Professor Duncan graduated from Sydney University in 1992 with Bachelor of Medicine, Bachelor of Surgery (Honours Class 1). Professor Duncan also holds a Fellowship of the Royal Australasian College of Physicians (Endrocology) 2004 and a Doctor of Philosophy, The Open University, in collaboration with The Institute for Molecular Medicine, University of Oxford, for a thesis titled, “The Genetics of Osteoporosis”, 2002.
Professor Duncan is currently Eminent Physician, Consultant Endrocologist and Senior Staff Specialist, Royal Brisbane and Women’s Hospital and Professor of Medicine, School of Medicine, University of Queensland Diamantina Institute and University of Queensland Centre for Clinical Research, Faculty of Health Sciences, University of Queensland.

In addition to Professor Duncan’s clinical and teaching responsibilities at Royal Brisbane and Women’s Hospital, she is building the department’s research capacity and academic profile. She has secured research funding of over $2.2 million, has been published in 28 papers over the last two years, and has established four clinical trials. Professor Duncan has published multiple research papers in the area of osteoporosis (the most common bone disease world-wide) and skeletal dysplasias. She is particularly interested in translating the genetic revolution into clinical practice.

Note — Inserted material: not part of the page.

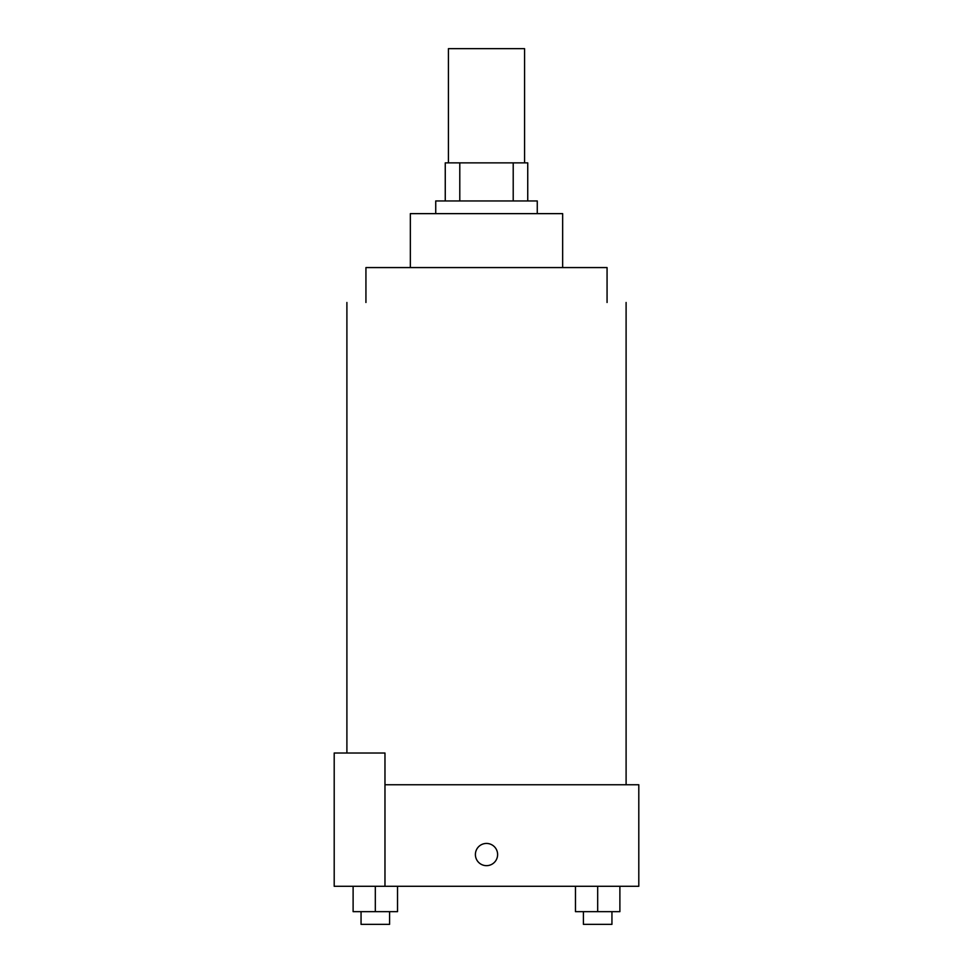 <?xml version="1.0" encoding="UTF-8"?>
<svg xmlns="http://www.w3.org/2000/svg" width="973" height="973" viewBox="0 0 973 973"><rect width="100%" height="100%" fill="white"/><g stroke="black" fill="none" stroke-linecap="round" stroke-linejoin="round"><path stroke-width="1.46" d="M524.569 162.868L524.569 48.65L448.431 48.65L448.431 162.868M459.791 200.949L459.791 162.868L445.257 162.868L445.257 200.949L445.257 162.868M459.791 162.868L527.743 162.868L527.743 200.949M513.209 200.949L513.209 162.868M435.734 213.634L435.734 200.949L537.266 200.949L537.266 213.634M410.351 267.575L410.351 213.634L562.649 213.634L562.649 267.575M365.933 302.481L365.933 267.575L607.067 267.575L607.067 302.481M384.967 784.749L638.799 784.749L638.799 886.281L334.201 886.281L334.201 753.017L384.967 753.017L384.967 886.281M475.396 854.549A11.104 11.104 0 0 1 492.058 844.929A11.104 11.104 0 0 1 492.058 864.17A11.104 11.104 0 0 1 475.396 854.549M575.469 886.281L575.469 911.665L619.886 911.665L619.886 886.281L619.886 911.665M597.677 911.665L597.677 886.281M611.944 911.665L611.944 924.35L583.411 924.35L583.411 911.665M353.114 886.281L353.114 911.665L397.531 911.665L397.531 886.281L397.531 911.665M375.323 911.665L375.323 886.281M389.589 911.665L389.589 924.35L361.056 924.35L361.056 911.665M626.101 784.749L626.101 302.481M346.899 753.017L346.899 302.481"/></g></svg>

Most recently, Professor Duncan has been awarded Osteoporosis Australia Philip Sambrook Award for Outstanding Early Career Researcher, 2013, Australian and New Zealand Bone and Mineral Society Kaye Ibbertson Award, 2012, Endocrine Society of Australia Mid-Career Award, 2012 and Clinician Researcher of the Year, Australian Society for Medical Research (Queensland), 2012.
Professor Duncan has developed cutting edge approaches to genetic research that have led her team to identify the causes of several bone diseases. Professor Duncan is considered a leader in bone health. Her research, teaching of doctors, promotion of bone health both nationally and internationally, and extensive involvement with organisations that raise awareness of the importance of bone health, including Osteoporosis Australia, makes her a leader in her professional field.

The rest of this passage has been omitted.